All elements support a classes option, which is a string or list of strings to add to the element’s className.

Elements

Components

  • Button - A clickable button that can have icons and spinners built-in

    Bare minimum, a Button requires a label and an action. The action is a function that is called whenever the button is clicked, and receives the button instance as an argument.

    new Button
        label: 'Click Me'
        action: (self) ->

    Additional options:

    • spinner
      • true or 'inline': button expands to show a spinner, and is disabled until button_instance.enable() is called
      • 'replace': spinner replaces the button label instead
    • variant
      • '' ('friendly', 'dangerous', 'warning', etc)
    • icon
      • '' ('gear', 'disk')
  • Select - A drop-down menu

    The Select takes a list of choices, one of which can be marked as a default. By default it is not required.

    new Select
        action: (self, value) =>
            @model.save('align', self.value)
        choices: [
            {
                label: 'Align Left'
                value: 'left'
                default: true
            }
            {
                label: 'Align Right'
                value: 'right'
            }
        ]
  • StringField - A single- or multi-line text input

    The StringField serves as a text input, or a textarea. It can have a character or word limit that is hard, preventing any additional input, or soft, only warning. The input can also be tokenized, with a delimiter or on enter.

    new StringField
        on: change: (self, value) ->
           console.log(value)

Subcomponents

  • Spinner - A progress indicator used by the Button

Containers

Containers are elements that take components and automatically render them as they are added.
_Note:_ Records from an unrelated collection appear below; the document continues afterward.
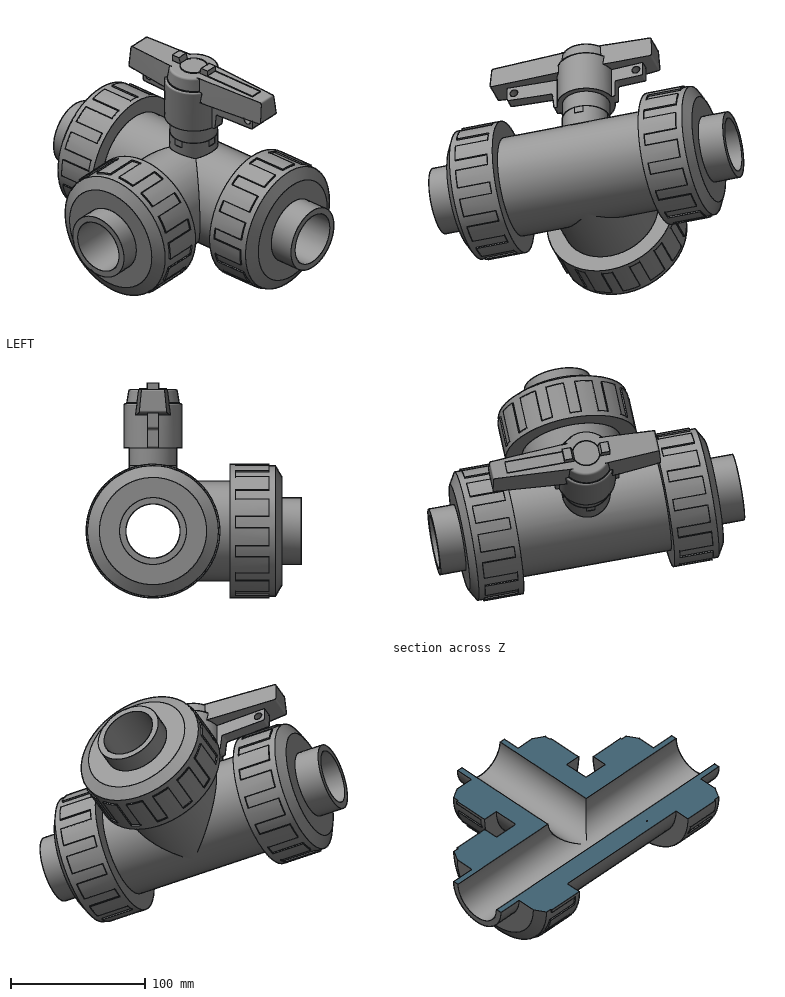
import cadquery as cq
import math


body_radius = 37.5
pipe_radius = 25.0
bore_radius = 20.0
run_reach = 115.5
branch_reach = 110.6

nut_radius = 50.0
band_radius = 48.7
nut_face_radius = 40.0
nut_start = 57.3
groove_start = 61.5
rib_end = 86.6
band_end = 91.2
nut_end = 96.3
rib_count = 14
groove_angle = 10.0

neck_radius = 18.0
neck_collar_radius = 17.8
neck_collar_bottom = 48.7
flat_width = 6.5
flat_depth = 0.35
flat_bottom = 43.5
flat_top = 48.7

hub_radius = 21.7
hub_bottom = 62.0
hub_top = 95.0
hub_edge_round = 1.5
cap_foot_radius = 19.9
cap_foot_top = 95.6
cap_base_radius = 19.6
cap_top_radius = 18.0
cap_edge_round = 1.8

grip_left = -54.7
grip_right = 72.8
grip_end_bottom = 88.2
grip_bottom = 86.6
grip_top = 105.5
grip_base_widths = (10.5, 14.3, 9.5)
grip_top_widths = (8.5, 11.5, 7.2)
grip_end_draft = 1.0
grip_end_round = 1.6
grip_lower_round = 1.5

web_thickness = 8.3
web_left = -45.7
web_right = 60.8
web_top = 94.7
web_end_bottom = 76.5
web_post_left = -24.0
web_post_right = 24.0
web_post_right_top = 25.5
web_root_left = 75.8
web_root_right = 74.8
web_corner_round = 1.5
web_hole_radius = 3.0
web_hole_inset = 5.3
web_hole_height = 82.2

mark_top = 106.3
disc_radius = 10.2
strip_end = 61.0
strip_width = 9.2
lug_top = 110.5
lug_outer = 17.3
lug_inner_top = 11.0
lug_inner_base = 9.2
lug_left_width = 8.3


def cylinder_along_x(radius, start, end):
    return cq.Workplane("YZ", origin=(start, 0, 0)).circle(radius).extrude(end - start)


def turn(solid, angle):
    return solid.rotate((0, 0, 0), (0, 0, 1), angle)


def extrude_across(points, width):
    """Extrude an XZ outline to both sides of the plane Y = 0."""
    return cq.Workplane("XZ").polyline(points).close().extrude(width / 2, both=True)


def make_nut():
    """Union nut on the +X port, with grooves that run out into the outer band."""
    profile = [
        (nut_start, 0),
        (nut_start, nut_radius),
        (rib_end, nut_radius),
        (rib_end, band_radius),
        (band_end, band_radius),
        (nut_end, nut_face_radius),
        (nut_end, 0),
    ]
    nut = cq.Workplane("XY").polyline(profile).close().revolve(360, (0, 0, 0), (1, 0, 0))
    groove = (
        cq.Workplane("XY")
        .moveTo(groove_start, band_radius)
        .rect(rib_end - groove_start, 2 * (nut_radius - band_radius), centered=(False, False))
        .revolve(groove_angle, (0, 0, 0), (1, 0, 0))
        .rotate((0, 0, 0), (1, 0, 0), 90)
    )
    for index in range(rib_count):
        nut = nut.cut(groove.rotate((0, 0, 0), (1, 0, 0), index * 360 / rib_count))
    return nut


def make_body():
    """Tee body with a union nut and a pipe end on each port."""
    nut = make_nut()
    body = cylinder_along_x(body_radius, -nut_end, nut_end)
    body = body.union(turn(cylinder_along_x(body_radius, 0, nut_end), -90))
    for angle, reach in ((0, run_reach), (-90, branch_reach), (180, run_reach)):
        body = body.union(turn(nut, angle))
        body = body.union(turn(cylinder_along_x(pipe_radius, 0, reach), angle))
    return body


def make_neck():
    neck = cq.Workplane("XY").circle(neck_radius).extrude(neck_collar_bottom)
    flat = cq.Workplane("XY").box(
        neck_radius, flat_width, flat_top - flat_bottom, centered=(False, True, False)
    ).translate((neck_radius - flat_depth, 0, flat_bottom))
    for angle in range(0, 360, 90):
        neck = neck.cut(turn(flat, angle))
    collar = (
        cq.Workplane("XY", origin=(0, 0, neck_collar_bottom))
        .circle(neck_collar_radius)
        .extrude(hub_bottom - neck_collar_bottom)
    )
    return neck.union(collar)


def make_hub():
    """Hub around the stem, topped by a drafted cap on a low foot."""
    hub = (
        cq.Workplane("XY", origin=(0, 0, hub_bottom))
        .circle(hub_radius)
        .extrude(hub_top - hub_bottom)
        .faces(">Z").edges().fillet(hub_edge_round)
    )
    foot = (
        cq.Workplane("XY", origin=(0, 0, hub_top))
        .circle(cap_foot_radius)
        .extrude(cap_foot_top - hub_top)
    )
    cap_height = grip_top - cap_foot_top
    draft = math.degrees(math.atan2(cap_base_radius - cap_top_radius, cap_height))
    cap = (
        cq.Workplane("XY", origin=(0, 0, cap_foot_top))
        .circle(cap_base_radius)
        .extrude(cap_height, taper=draft)
        .faces(">Z").edges().fillet(cap_edge_round)
    )
    return hub.union(foot).union(cap)


def grip_outline(left, right, widths):
    left_width, middle_width, right_width = widths
    return [
        (left, -left_width),
        (0, -middle_width),
        (right, -right_width),
        (right, right_width),
        (0, middle_width),
        (left, left_width),
    ]


def make_grip():
    """Two tapering drafted arms whose underside rises gently towards the ends."""
    base = grip_outline(grip_left, grip_right, grip_base_widths)
    top = grip_outline(grip_left + grip_end_draft, grip_right - grip_end_draft, grip_top_widths)
    grip = (
        cq.Workplane("XY", origin=(0, 0, grip_bottom))
        .polyline(base).close()
        .workplane(offset=grip_top - grip_bottom)
        .polyline(top).close()
        .loft(ruled=True)
        .faces(">Z").edges("|Y").fillet(grip_end_round)
    )
    for end, side in ((grip_left, -1), (grip_right, 1)):
        underside = [
            (side * hub_radius, grip_bottom),
            (end, grip_end_bottom),
            (end, grip_bottom),
        ]
        grip = grip.cut(extrude_across(underside, 2 * hub_radius))
    for side in ("<X", ">X"):
        grip = grip.edges(side).fillet(grip_lower_round)
    return grip


def make_web():
    """Flat web with two posts beside the hub; its corners are rounded."""
    outline = [
        (web_left, web_top),
        (web_left, web_end_bottom),
        (web_post_left, web_root_left),
        (web_post_left, hub_bottom),
        (web_post_right, hub_bottom),
        (web_post_right_top, web_root_right),
        (web_right, web_end_bottom),
        (web_right, web_top),
    ]
    web = extrude_across(outline, web_thickness)
    for side in ("<X", ">X"):
        web = web.faces(side).edges("<Z").fillet(web_corner_round)
    web = web.edges("|Y and <Z").fillet(web_corner_round)
    for x, z in ((web_post_left, web_root_left), (web_post_right_top, web_root_right)):
        root_edge = cq.selectors.NearestToPointSelector((x, 0, z))
        web = web.edges(root_edge).fillet(web_corner_round)
    holes = (
        cq.Workplane("XZ")
        .pushPoints([
            (web_left + web_hole_inset, web_hole_height),
            (web_right - web_hole_inset, web_hole_height),
        ])
        .circle(web_hole_radius)
        .extrude(web_thickness, both=True)
    )
    return web.cut(holes)


def make_lug(side, width):
    outline = [
        (side * lug_outer, grip_top),
        (side * lug_outer, lug_top),
        (side * lug_inner_top, lug_top),
        (side * lug_inner_base, grip_top),
    ]
    return extrude_across(outline, width)


def make_marks():
    """Low disc and strip on top of the grip, with two pointer lugs."""
    mark_height = mark_top - grip_top
    top_plane = cq.Workplane("XY", origin=(0, 0, grip_top))
    disc = top_plane.circle(disc_radius).extrude(mark_height)
    strip = top_plane.rect(strip_end, strip_width, centered=(False, True)).extrude(mark_height)
    return disc.union(strip).union(make_lug(-1, lug_left_width)).union(make_lug(1, strip_width))


def make_bores():
    run = cylinder_along_x(bore_radius, -run_reach, run_reach)
    branch = turn(cylinder_along_x(bore_radius, 0, branch_reach), -90)
    return run.union(branch)


handle = make_hub().union(make_grip()).union(make_web()).union(make_marks())
result = make_body().union(make_neck()).union(handle).cut(make_bores())

  • Popover - A container that overlays, either as a flag or a modal

    The Popover in flag form can be positioned using its origin option. The origin is a string in the form '<edge>-<position>', where <edge> is the side of the popover element — 'top', 'bottom', 'left', 'right' — and <position> is a location along that edge — 'left', 'center', 'right' or 'top', 'center', 'bottom', depending on the edge.

    modal = new Popover
        type   : 'flag'
        origin : 'bottom-left'
        content: [
            new Button
                label: 'Do Stuff'
                action: someActionFn
        ]
  • List - A container that groups fields of a single type into a single serializable form.

    list = new List
        label: 'List Label'
        value: ['First item', 'Second item']

Tags

Sometimes you do just need a simple tag. The classes in the Tags module provide wrappers for the standard HTML tags, like P, DIV, H1, and so on, that implement the functions that let them interoperate with Doodads. (Only certain tags are implemented, mainly the content-oriented ones. Input-oriented tags are of course handled by the regular Doodads.) There’s also a TextNode class that wraps a text node

For Tags that contain content, pass them strings:

new Doodad.Tags.P
    content: 'Some text'

or lists of strings, other Tags, or other Doodads (or really anything that implements a .render() method that returns itself and has an el):

new Doodad.Tags.H1
    content: [
        'Some Title'
        new Doodad.Tags.A
            href: 'http://example.com'
            content: 'Link'
        new Doodad.Button
            type: 'icon'
            class: 'friendly'
            action: ->
    ]

Bare strings in the content are converted to the appropriate element for the containing tag. When passed to a UL they become LIs, or passed to a P then become TextNodes.

The full list of tags: A, BR, DIV, EM, H1, H2, H3, H4, H5, H6, IMG, LI, OL, P, SPAN, STRONG, Tag, TextNode, UL.